- 2012 Agok border skirmish: Part of the Heglig Crisis and Sudan-South Sudan relations
| Date | 17 April 2012 |
| Location | South Kordofan, Sudan Northern Bahr el Ghazal, South Sudan10°08′47″N 27°41′21″E﻿ / ﻿10.1464941°N 27.6891518°E |
| Result | Indecisive |

Belligerents
- South Sudan South Sudan People's Liberation Army;: Sudan Sudanese Armed Forces;

Commanders and leaders
- Salva Kiir: Omar al-Bashir

Casualties and losses
- 7 killed: 15 killed

= Agok skirmish =

The Agok Skirmish was an armed confrontation between South Sudanese and Sudanese soldiers during the Heglig Crisis. The incident raised tensions of the possibility of an all-out war between South Sudan and Sudan.

==Events==
On the night of April 17, 2012, a South Sudanese soldier positioned along the disputed borderline, crossed onto the Sudanese side to get water from a river. He was shot dead by a Sudanese soldier. The shooting sparked subsequent clashes between South Sudanese SPLA and Sudanese SAF troops in the area. The fighting lasted for hours, killing 22 soldiers.

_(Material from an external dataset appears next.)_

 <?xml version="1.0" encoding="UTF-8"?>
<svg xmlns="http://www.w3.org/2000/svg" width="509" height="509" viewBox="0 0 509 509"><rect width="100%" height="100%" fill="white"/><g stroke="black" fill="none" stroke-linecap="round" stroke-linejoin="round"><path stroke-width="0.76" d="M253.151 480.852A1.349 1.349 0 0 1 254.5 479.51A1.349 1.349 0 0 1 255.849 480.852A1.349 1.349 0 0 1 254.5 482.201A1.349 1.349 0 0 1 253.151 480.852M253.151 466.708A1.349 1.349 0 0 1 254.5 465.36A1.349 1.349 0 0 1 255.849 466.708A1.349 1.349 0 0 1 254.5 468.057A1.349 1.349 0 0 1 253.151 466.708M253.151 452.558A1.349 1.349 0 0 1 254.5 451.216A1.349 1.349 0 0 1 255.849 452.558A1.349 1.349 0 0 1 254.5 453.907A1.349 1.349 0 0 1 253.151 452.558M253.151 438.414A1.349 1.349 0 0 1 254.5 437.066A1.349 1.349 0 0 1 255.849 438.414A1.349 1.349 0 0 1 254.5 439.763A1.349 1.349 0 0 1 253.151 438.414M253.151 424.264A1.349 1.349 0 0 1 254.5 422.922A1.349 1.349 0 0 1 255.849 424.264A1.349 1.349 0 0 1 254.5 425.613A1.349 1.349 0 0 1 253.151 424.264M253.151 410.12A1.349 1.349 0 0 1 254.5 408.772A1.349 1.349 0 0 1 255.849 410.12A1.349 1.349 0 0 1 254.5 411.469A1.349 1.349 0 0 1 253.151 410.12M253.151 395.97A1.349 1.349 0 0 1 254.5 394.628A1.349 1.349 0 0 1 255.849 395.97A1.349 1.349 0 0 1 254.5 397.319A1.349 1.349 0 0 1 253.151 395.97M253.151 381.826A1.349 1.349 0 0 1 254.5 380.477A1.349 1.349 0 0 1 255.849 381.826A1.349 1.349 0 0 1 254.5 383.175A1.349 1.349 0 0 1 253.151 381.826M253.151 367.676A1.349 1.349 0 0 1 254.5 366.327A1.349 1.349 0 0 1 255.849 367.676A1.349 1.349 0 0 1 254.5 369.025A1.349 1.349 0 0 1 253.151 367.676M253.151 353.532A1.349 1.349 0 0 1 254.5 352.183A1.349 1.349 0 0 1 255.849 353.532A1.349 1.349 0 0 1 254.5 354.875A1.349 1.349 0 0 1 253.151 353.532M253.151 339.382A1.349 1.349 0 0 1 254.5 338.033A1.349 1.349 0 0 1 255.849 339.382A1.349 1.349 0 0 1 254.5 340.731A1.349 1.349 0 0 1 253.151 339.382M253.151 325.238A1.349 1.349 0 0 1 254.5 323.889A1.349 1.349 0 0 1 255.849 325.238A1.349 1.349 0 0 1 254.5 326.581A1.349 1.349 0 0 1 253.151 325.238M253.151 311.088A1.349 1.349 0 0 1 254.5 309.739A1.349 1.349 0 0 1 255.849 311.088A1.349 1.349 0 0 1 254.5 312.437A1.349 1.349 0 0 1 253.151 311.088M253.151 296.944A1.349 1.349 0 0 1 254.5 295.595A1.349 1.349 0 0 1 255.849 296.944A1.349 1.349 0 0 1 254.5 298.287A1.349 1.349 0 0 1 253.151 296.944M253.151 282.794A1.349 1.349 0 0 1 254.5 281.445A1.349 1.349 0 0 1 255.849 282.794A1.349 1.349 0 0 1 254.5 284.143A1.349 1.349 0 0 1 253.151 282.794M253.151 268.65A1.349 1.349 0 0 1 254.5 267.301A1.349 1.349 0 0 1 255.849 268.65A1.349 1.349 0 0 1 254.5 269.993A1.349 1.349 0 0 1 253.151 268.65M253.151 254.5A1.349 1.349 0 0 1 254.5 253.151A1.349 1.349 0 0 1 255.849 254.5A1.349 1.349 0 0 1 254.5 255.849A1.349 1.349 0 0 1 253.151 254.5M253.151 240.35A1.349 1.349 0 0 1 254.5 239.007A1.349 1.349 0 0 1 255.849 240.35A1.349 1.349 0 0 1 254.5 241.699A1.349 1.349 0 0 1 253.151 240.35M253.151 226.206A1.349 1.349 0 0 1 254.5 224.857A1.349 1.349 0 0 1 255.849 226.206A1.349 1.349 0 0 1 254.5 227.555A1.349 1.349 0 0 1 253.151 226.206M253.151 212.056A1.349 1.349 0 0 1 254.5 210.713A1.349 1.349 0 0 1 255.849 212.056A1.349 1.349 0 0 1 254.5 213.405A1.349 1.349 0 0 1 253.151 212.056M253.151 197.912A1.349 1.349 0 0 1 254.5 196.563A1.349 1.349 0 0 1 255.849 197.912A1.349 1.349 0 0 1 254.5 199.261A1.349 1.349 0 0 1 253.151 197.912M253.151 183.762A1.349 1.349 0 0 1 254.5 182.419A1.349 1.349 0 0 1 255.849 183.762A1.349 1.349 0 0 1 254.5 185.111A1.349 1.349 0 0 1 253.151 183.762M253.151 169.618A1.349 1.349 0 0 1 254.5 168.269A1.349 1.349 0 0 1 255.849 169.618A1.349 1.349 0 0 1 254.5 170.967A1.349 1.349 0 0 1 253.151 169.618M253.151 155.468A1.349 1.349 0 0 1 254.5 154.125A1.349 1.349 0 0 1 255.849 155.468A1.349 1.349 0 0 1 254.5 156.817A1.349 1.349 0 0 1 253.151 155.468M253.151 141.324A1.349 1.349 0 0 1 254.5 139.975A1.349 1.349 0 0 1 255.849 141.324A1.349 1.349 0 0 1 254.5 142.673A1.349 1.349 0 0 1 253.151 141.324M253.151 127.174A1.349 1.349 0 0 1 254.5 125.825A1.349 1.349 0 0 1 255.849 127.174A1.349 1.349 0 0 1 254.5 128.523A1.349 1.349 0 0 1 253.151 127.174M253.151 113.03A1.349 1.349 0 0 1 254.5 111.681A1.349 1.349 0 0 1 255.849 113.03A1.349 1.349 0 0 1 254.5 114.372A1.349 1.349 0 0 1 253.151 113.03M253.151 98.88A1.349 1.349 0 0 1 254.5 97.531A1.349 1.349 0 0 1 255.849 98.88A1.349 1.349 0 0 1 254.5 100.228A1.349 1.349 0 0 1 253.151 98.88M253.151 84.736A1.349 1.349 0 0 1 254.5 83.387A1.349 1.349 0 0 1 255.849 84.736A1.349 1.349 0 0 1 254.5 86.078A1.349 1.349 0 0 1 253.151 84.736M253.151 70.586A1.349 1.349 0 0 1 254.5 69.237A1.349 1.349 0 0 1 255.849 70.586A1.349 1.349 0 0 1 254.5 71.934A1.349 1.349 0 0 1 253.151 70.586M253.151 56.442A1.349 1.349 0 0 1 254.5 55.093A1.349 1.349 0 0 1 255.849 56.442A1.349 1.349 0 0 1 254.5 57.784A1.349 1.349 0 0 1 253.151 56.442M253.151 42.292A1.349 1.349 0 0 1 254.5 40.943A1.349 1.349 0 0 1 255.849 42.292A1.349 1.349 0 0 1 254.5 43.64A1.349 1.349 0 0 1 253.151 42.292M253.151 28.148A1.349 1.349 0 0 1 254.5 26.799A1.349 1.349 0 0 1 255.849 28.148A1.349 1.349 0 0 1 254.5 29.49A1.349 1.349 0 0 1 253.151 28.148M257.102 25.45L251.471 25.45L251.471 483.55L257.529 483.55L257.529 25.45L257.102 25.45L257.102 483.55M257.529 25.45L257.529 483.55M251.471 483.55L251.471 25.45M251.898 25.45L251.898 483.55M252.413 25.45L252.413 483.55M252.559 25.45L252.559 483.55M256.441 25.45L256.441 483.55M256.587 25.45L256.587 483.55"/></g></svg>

A Sudanese spokesman claimed the action was intended to create another battle front in the war to distract Sudanese military forces in the region. A South Sudanese government spokesmen labeled the fight as a "misunderstanding" and said he did not think violence would continue there.

This incident briefly raised tensions between South Sudan and Sudan that the border conflict centered around the Heglig oil fields, has the potential to spillover over elsewhere along the disputed border.